» **EXCERPTED RECORDS**:
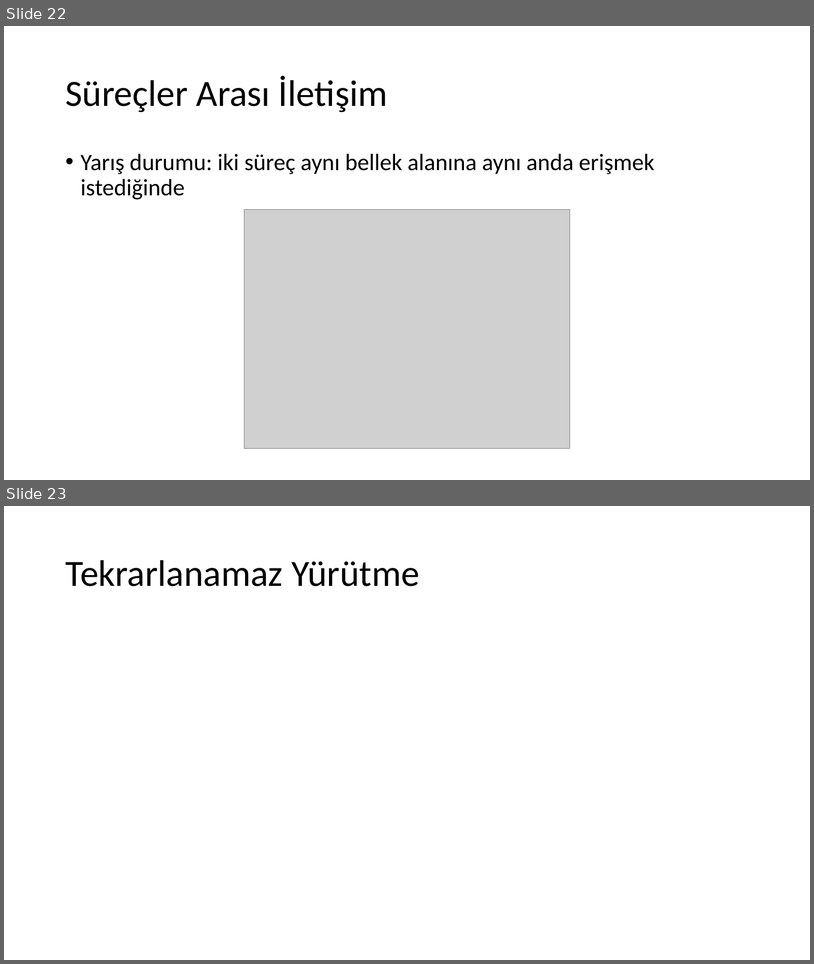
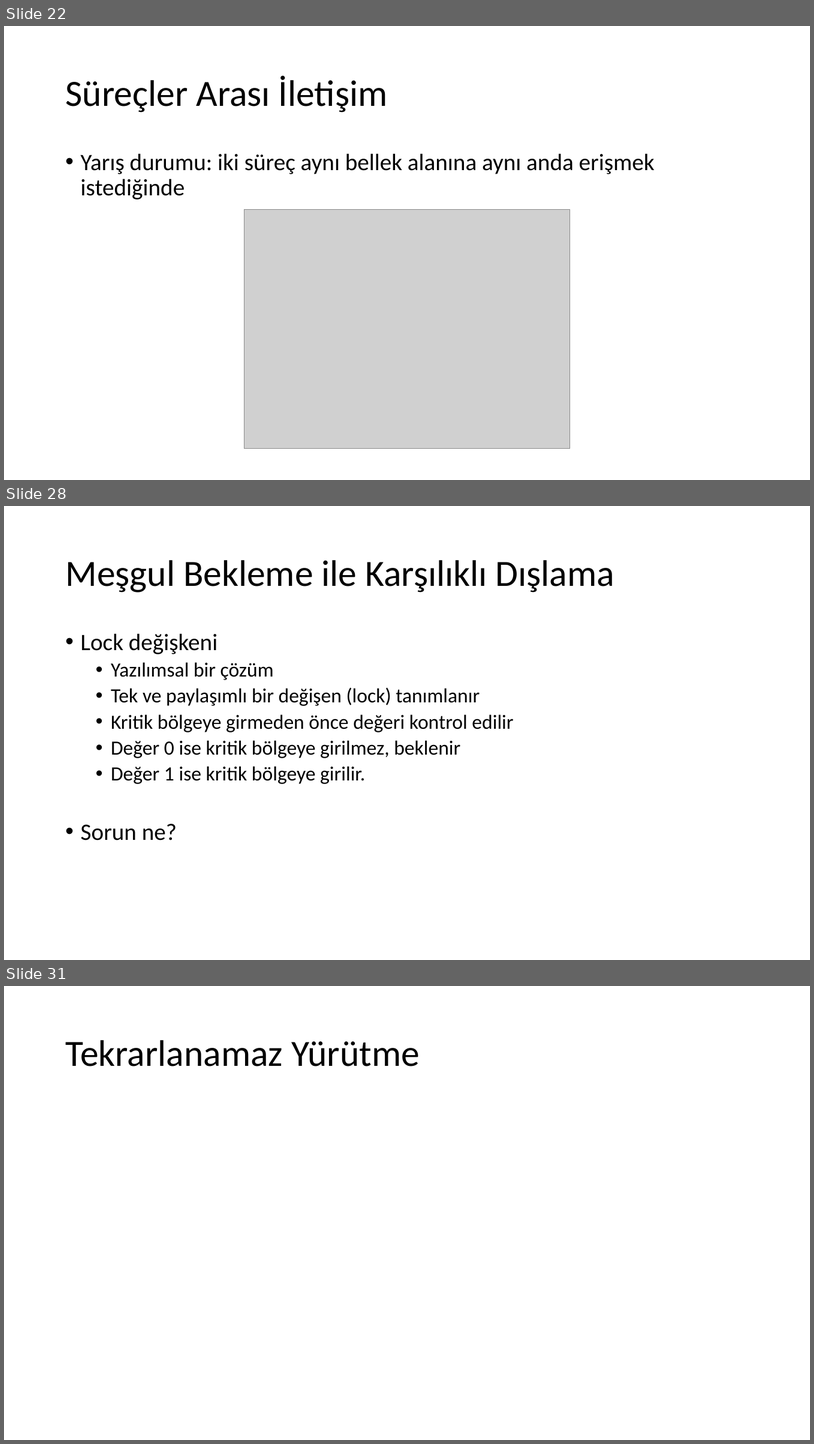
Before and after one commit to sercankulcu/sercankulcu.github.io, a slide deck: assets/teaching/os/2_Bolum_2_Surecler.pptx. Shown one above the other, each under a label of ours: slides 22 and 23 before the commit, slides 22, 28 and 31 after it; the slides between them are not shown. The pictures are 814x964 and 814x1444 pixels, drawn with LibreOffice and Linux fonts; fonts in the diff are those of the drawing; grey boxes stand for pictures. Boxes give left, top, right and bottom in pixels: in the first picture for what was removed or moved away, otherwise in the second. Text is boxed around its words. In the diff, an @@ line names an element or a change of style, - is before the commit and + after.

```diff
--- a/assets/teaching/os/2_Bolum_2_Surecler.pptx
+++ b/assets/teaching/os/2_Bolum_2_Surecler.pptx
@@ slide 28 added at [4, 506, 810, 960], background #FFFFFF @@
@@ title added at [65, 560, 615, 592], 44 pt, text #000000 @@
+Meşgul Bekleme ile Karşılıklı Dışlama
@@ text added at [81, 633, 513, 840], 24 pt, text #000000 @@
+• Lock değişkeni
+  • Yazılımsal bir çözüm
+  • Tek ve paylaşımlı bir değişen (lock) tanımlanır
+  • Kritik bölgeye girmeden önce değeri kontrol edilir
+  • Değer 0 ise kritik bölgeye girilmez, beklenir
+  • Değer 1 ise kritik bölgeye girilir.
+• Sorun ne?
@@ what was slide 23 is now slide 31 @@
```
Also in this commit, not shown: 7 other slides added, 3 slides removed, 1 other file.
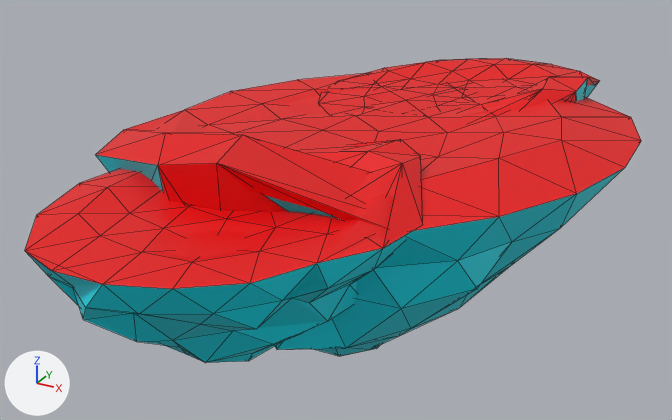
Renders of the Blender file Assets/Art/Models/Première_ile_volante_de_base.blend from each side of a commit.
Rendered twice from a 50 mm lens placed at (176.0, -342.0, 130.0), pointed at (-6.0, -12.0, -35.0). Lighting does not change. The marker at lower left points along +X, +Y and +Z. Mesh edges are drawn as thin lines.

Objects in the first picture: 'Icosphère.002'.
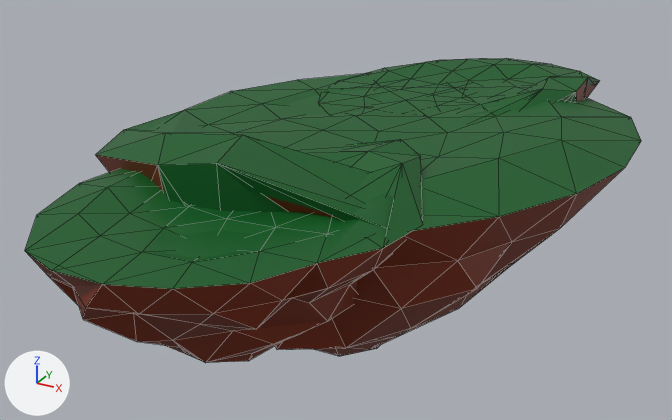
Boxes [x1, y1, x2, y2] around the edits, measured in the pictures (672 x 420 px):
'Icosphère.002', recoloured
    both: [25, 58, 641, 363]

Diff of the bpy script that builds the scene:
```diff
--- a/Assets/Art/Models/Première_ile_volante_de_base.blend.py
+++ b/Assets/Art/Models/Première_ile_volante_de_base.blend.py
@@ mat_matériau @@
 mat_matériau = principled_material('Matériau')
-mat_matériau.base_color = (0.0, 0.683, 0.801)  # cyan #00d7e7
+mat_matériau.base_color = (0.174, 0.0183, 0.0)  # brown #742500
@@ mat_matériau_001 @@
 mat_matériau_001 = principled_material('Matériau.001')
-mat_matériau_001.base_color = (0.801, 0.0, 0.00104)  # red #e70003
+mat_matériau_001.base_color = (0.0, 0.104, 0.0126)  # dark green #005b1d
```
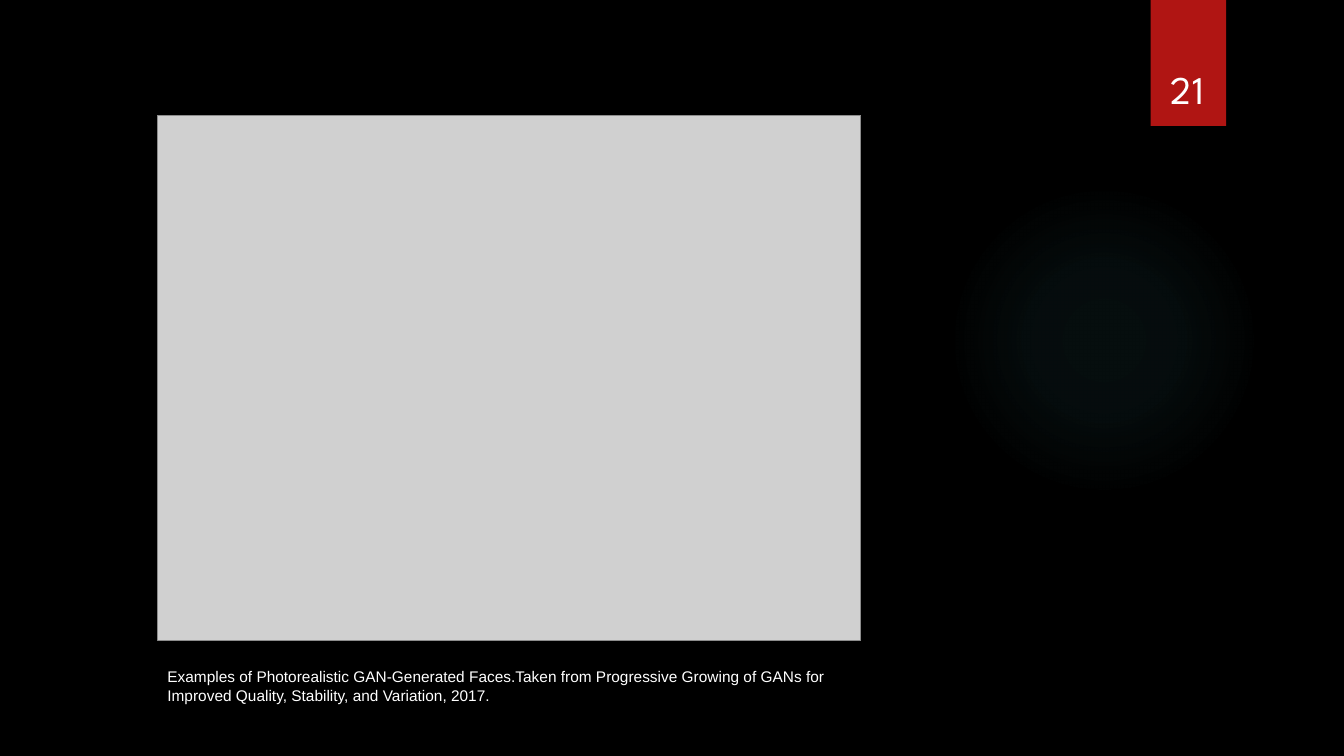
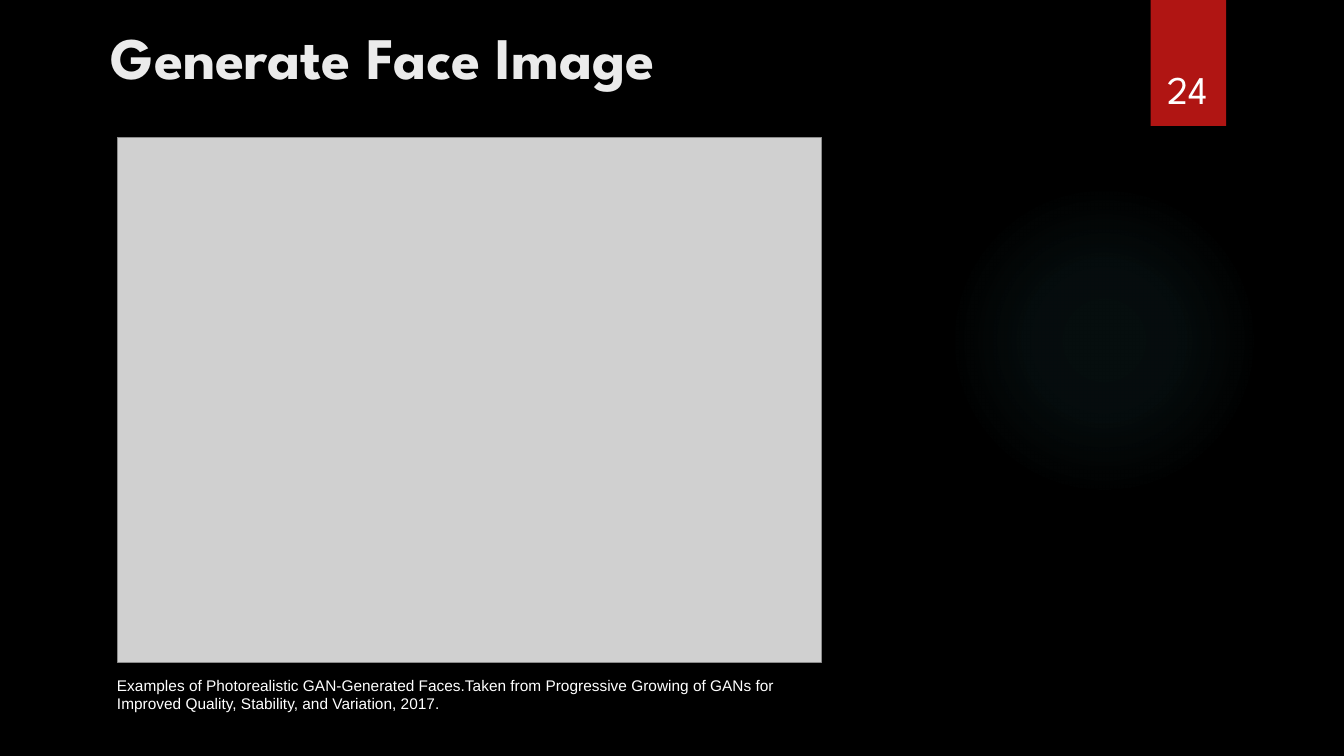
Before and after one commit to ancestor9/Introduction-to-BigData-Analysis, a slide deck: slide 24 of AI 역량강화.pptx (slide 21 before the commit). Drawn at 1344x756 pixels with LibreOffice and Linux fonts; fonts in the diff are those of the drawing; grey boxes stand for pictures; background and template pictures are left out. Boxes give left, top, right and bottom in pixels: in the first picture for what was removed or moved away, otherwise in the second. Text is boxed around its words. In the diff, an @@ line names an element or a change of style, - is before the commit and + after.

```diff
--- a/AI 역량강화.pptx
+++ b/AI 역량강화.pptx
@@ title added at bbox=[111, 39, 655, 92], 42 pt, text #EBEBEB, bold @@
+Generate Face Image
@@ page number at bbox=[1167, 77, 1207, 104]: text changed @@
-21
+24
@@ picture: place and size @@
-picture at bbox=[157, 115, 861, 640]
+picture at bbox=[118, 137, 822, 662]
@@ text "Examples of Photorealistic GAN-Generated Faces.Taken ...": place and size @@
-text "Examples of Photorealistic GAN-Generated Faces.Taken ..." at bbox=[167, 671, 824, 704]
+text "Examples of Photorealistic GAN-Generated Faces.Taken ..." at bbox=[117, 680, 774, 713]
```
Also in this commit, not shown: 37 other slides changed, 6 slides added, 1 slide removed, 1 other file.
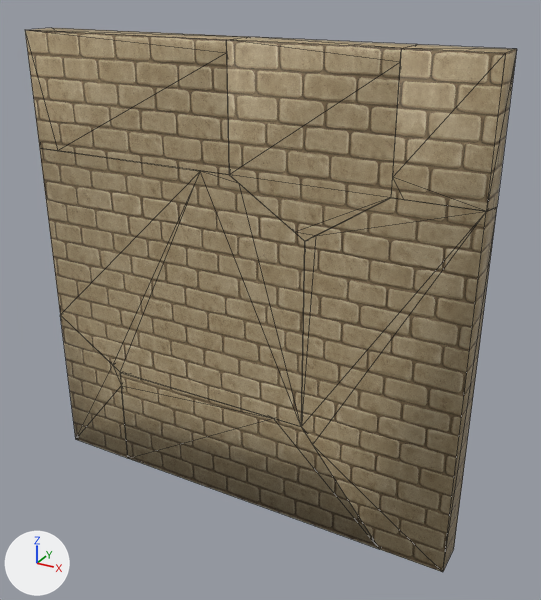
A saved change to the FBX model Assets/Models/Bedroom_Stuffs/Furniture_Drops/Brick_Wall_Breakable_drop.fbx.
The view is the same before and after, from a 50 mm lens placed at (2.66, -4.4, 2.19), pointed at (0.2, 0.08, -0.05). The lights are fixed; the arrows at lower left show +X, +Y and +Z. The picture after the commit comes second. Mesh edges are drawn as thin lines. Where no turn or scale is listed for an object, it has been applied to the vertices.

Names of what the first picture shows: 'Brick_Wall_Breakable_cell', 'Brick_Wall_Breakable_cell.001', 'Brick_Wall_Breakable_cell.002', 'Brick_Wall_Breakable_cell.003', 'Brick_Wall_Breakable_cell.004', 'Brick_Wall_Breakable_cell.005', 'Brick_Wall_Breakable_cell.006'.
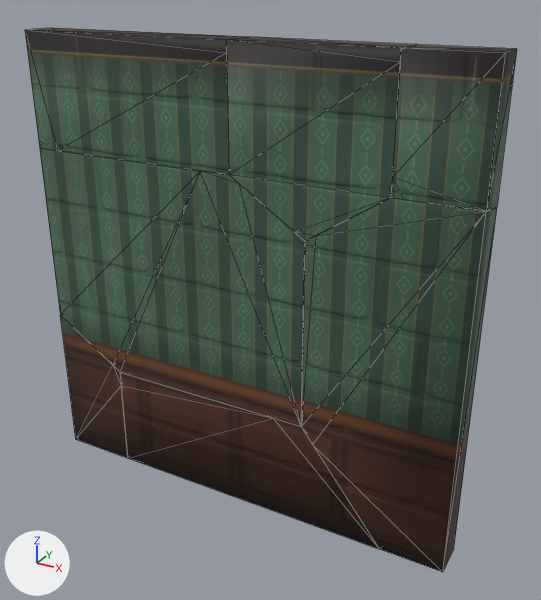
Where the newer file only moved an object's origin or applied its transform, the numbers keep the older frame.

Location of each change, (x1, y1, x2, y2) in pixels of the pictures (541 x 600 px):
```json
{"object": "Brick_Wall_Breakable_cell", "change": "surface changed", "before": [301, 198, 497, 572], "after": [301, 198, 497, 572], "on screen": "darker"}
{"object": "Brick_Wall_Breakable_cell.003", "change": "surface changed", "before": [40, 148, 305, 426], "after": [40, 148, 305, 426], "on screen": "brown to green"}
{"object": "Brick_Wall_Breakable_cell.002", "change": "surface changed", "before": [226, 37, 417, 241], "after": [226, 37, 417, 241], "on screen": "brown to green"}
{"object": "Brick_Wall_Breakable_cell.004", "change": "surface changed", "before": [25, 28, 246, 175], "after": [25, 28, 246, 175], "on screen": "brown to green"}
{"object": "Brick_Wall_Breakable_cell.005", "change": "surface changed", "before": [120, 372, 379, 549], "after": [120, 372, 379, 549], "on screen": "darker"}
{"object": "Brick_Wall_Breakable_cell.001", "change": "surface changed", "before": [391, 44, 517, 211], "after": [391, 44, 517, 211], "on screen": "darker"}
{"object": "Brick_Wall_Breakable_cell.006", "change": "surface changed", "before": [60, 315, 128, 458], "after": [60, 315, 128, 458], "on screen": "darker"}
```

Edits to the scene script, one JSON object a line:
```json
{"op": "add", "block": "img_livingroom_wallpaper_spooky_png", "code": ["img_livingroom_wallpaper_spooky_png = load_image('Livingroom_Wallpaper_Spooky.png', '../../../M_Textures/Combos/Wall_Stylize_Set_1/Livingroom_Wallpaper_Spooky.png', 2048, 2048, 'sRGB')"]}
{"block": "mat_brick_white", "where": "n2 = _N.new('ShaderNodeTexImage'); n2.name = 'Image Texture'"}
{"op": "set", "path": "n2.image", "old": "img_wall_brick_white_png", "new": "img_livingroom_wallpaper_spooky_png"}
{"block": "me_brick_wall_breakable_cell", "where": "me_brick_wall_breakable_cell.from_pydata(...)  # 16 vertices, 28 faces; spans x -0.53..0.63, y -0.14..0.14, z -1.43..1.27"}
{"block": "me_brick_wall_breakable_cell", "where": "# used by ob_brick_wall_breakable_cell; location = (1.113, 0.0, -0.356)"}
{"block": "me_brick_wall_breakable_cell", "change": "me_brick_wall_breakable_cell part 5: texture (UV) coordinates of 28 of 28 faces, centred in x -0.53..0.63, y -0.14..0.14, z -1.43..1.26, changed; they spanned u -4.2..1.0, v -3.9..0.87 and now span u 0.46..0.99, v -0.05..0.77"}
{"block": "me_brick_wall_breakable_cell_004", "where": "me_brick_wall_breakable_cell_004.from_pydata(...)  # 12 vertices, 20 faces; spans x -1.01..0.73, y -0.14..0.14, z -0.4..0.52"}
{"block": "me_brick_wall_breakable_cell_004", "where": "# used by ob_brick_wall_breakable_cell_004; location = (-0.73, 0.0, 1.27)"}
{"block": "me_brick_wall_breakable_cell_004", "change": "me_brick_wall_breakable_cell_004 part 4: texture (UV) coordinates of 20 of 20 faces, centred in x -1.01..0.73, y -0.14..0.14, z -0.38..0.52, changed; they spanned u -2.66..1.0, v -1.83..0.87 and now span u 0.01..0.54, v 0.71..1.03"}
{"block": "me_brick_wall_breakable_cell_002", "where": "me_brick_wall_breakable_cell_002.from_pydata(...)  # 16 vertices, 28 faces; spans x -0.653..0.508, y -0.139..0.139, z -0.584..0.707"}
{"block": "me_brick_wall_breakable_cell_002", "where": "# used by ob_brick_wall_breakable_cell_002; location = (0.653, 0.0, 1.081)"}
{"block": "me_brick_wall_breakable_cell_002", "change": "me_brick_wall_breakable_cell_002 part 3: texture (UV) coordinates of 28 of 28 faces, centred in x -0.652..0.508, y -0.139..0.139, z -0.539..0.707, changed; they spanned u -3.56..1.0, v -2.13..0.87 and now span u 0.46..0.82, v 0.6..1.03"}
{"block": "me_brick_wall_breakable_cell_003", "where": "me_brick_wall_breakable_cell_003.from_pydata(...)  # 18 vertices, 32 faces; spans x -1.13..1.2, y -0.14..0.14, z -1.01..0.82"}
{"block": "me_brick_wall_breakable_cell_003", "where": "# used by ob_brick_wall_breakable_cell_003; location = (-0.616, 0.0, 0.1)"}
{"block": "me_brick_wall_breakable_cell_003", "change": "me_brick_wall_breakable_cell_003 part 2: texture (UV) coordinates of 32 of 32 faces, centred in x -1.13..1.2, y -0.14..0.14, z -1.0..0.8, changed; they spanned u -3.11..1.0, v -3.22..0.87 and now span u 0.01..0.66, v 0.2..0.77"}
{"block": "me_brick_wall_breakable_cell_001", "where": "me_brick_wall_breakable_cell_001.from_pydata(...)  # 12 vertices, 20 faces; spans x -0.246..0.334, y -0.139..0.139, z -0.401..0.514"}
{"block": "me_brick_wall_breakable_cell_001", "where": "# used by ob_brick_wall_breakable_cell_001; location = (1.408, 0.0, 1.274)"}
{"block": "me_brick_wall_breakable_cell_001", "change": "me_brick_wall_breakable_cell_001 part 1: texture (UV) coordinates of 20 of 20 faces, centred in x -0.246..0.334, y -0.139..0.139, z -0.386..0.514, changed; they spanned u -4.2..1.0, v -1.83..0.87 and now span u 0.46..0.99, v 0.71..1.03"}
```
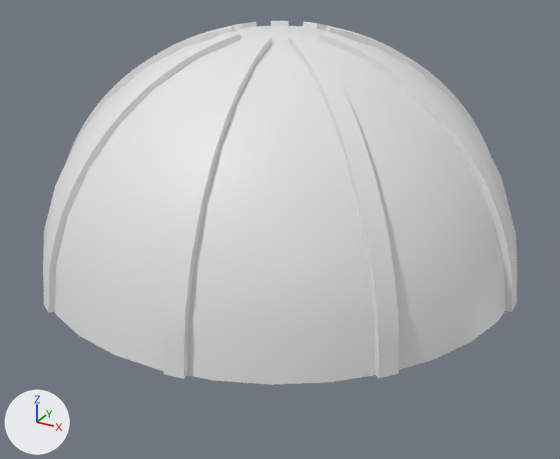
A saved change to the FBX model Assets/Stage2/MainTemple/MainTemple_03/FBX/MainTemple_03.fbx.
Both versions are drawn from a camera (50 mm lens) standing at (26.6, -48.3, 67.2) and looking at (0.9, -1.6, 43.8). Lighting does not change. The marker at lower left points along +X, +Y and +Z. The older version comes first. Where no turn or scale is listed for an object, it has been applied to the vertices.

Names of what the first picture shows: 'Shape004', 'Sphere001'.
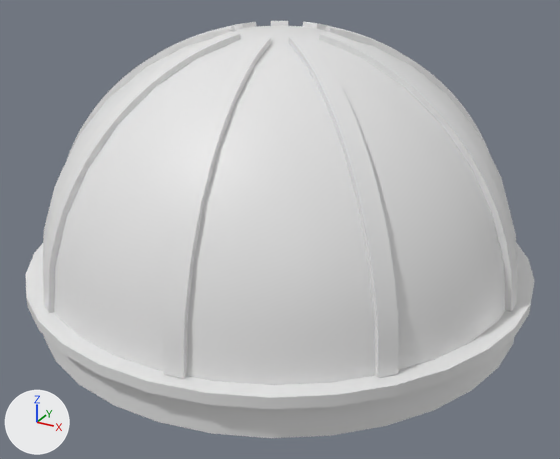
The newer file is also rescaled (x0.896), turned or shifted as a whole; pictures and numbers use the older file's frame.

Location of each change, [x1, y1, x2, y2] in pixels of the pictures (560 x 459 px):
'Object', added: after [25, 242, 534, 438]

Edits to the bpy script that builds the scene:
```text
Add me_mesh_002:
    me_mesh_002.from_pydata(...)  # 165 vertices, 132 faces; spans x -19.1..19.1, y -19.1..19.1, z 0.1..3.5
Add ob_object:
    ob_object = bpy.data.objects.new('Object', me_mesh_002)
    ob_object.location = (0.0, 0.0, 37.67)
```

» **TASK INSTRUCTIONS**:
Wherever the word "does" turns up in the material, copy the whole line.

» **ANSWER TO THIS PROBLEM**:
Rendered twice from a 50 mm lens placed at (176.0, -342.0, 130.0), pointed at (-6.0, -12.0, -35.0). Lighting does not change. The marker at lower left points along +X, +Y and +Z. Mesh edges are drawn as thin lines.
Both versions are drawn from a camera (50 mm lens) standing at (26.6, -48.3, 67.2) and looking at (0.9, -1.6, 43.8). Lighting does not change. The marker at lower left points along +X, +Y and +Z. The older version comes first. Where no turn or scale is listed for an object, it has been applied to the vertices.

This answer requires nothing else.